Formation of Coral Reefs.-Dr. Carl Semper, who has resided some years in the Philippines and is a most accomplished naturalist, has brought forward some objections to Darwin's theory that atolls and barrier reefs imply the gradual sinking of a continent or island, whilst coast reefs necessitate an elevation of its shores. Darwin himself, with his true honesty, mentioned some difficulties to the theory, and Dr. Semper now quotes some observations of islands near the Philippines which certainly do not accord with Darwin's theory. He describes a horizontal surface of colossal dimensions, which could not possibly be formed during a depression which a few miles farther north had produced a channel of 70 fathoms in depth.
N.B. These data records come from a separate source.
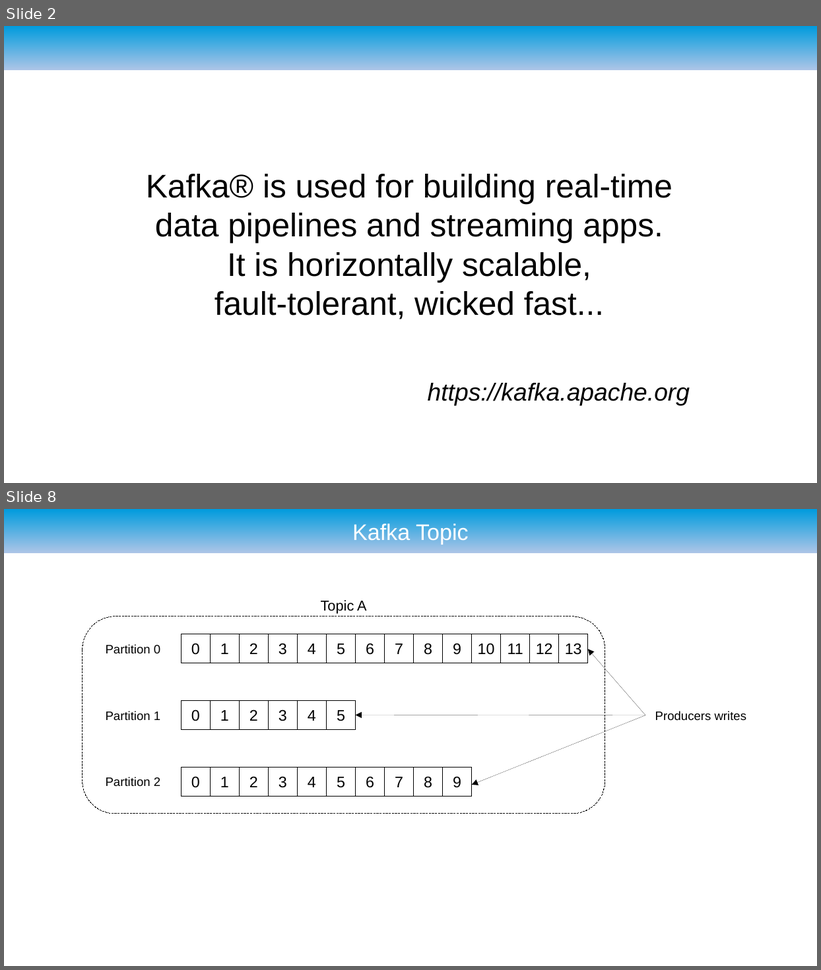
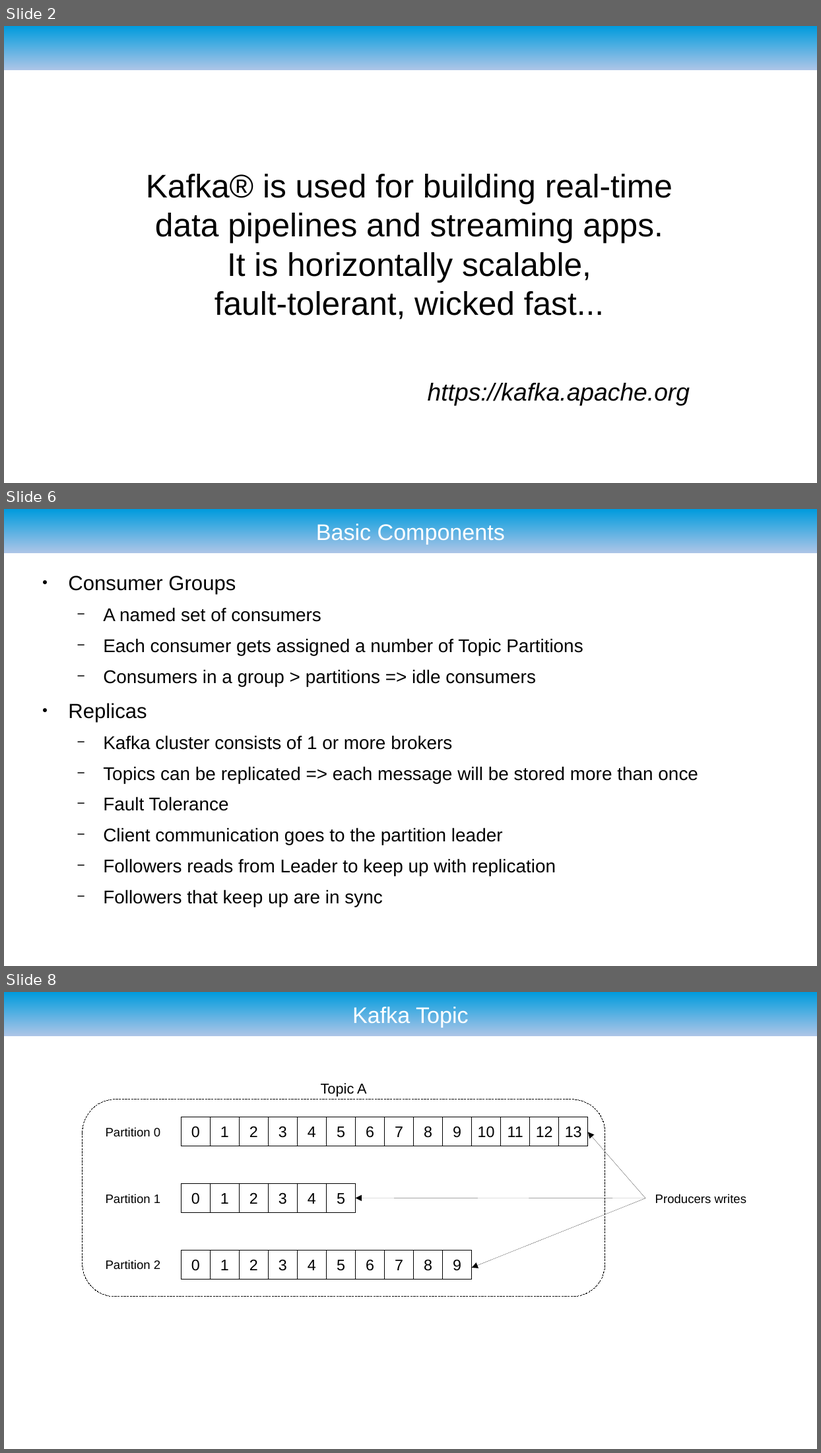
Before and after one commit to ryzlab/kafka-kompetensdag, a slide deck: doc/presentation.odp. Shown one above the other, each under a label of ours: slides 2 and 8 before the commit, slides 2, 6 and 8 after it; the slides between them are not shown. The pictures are 821x970 and 821x1453 pixels, drawn with LibreOffice and Linux fonts; fonts in the diff are those of the drawing; background and template pictures are left out. Boxes give left, top, right and bottom in pixels: in the first picture for what was removed or moved away, otherwise in the second. Text is boxed around its words. In the diff, an @@ line names an element or a change of style, - is before the commit and + after.

Commit message:
Added documentation. Reverted multiple Kafka listeners in docker file

```diff
--- a/doc/presentation.odp
+++ b/doc/presentation.odp
@@ slide 6 added at (4, 509, 817, 966), background #FFFFFF; not listed: 1 template element that a slide beside it also shows @@
@@ title added at (316, 522, 505, 544), 22 pt, text #FFFFFF @@
+Basic Components
@@ text added at (68, 576, 698, 907), 18 pt, text #000000 @@
+● Consumer Groups
+  − A named set of consumers
+  − Each consumer gets assigned a number of Topic Partitions
+  − Consumers in a group > partitions => idle consumers
+● Replicas
+  − Kafka cluster consists of 1 or more brokers
+  − Topics can be replicated => each message will be stored more than once
+  − Fault Tolerance
+  − Client communication goes to the partition leader
+  − Followers reads from Leader to keep up with replication
+  − Followers that keep up are in sync
```
Also in this commit, not shown: 8 slides changed, 4 other slides added, 3 slides removed, 6 other files.

He rather regards the physical influences, especially the internal seacurrents caused by the rain, and the exterior direct and diverted ones, as the cause which have produced in the north of this district atolls, and in the south the coast reefs, simultaneously with an elevation. Whilst in the south the deep-going eroding action of the wave-blow or the wash of the sea, has gradually planed away the dense and solid coralline limestone to a nearly horizontal surface, which lies at about the depth to which the sea-wash is capable of acting; in the north, the becks coming down from the mountains conjointly with the wash and currents of the sea, have acted much more strongly upon the soft readily decomposable basalt of the west, than was the case with the limestone of the south, and thus has arisen the apparently incompatible conditions of their respective coral growths.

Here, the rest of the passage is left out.